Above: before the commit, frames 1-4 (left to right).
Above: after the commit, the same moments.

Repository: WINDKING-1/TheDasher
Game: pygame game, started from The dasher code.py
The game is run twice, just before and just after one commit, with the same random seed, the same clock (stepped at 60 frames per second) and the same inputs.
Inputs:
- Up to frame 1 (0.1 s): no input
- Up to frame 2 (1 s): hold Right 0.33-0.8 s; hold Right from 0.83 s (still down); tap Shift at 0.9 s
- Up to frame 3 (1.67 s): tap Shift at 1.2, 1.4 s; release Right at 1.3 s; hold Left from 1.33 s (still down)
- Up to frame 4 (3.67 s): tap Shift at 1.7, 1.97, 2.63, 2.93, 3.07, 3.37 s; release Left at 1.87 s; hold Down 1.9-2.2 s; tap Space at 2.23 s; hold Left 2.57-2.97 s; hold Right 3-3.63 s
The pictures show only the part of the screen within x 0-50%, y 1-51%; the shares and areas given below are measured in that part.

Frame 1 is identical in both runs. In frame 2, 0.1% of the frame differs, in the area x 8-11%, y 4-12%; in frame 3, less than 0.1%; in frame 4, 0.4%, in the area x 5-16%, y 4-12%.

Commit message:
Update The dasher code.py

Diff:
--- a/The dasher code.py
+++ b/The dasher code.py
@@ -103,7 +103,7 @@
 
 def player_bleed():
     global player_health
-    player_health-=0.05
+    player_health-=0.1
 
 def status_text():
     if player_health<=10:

-------------------------

*WHAT YOU SHOULD DO*: From the data above, extract every line in its exact form.

*RESPONSE BELOW*:
Above: before the commit, frames 1-4 (left to right).
Above: after the commit, the same moments.

Repository: WINDKING-1/TheDasher
Game: pygame game, started from The dasher code.py
The game is run twice, just before and just after one commit, with the same random seed, the same clock (stepped at 60 frames per second) and the same inputs.
Inputs:
- Up to frame 1 (0.1 s): no input
- Up to frame 2 (1 s): hold Right 0.33-0.8 s; hold Right from 0.83 s (still down); tap Shift at 0.9 s
- Up to frame 3 (1.67 s): tap Shift at 1.2, 1.4 s; release Right at 1.3 s; hold Left from 1.33 s (still down)
- Up to frame 4 (3.67 s): tap Shift at 1.7, 1.97, 2.63, 2.93, 3.07, 3.37 s; release Left at 1.87 s; hold Down 1.9-2.2 s; tap Space at 2.23 s; hold Left 2.57-2.97 s; hold Right 3-3.63 s
The pictures show only the part of the screen within x 0-50%, y 1-51%; the shares and areas given below are measured in that part.

Frame 1 is identical in both runs. In frame 2, 0.1% of the frame differs, in the area x 8-11%, y 4-12%; in frame 3, less than 0.1%; in frame 4, 0.4%, in the area x 5-16%, y 4-12%.

Commit message:
Update The dasher code.py

Diff:
--- a/The dasher code.py
+++ b/The dasher code.py
@@ -103,7 +103,7 @@
 
 def player_bleed():
     global player_health
-    player_health-=0.05
+    player_health-=0.1
 
 def status_text():
     if player_health<=10:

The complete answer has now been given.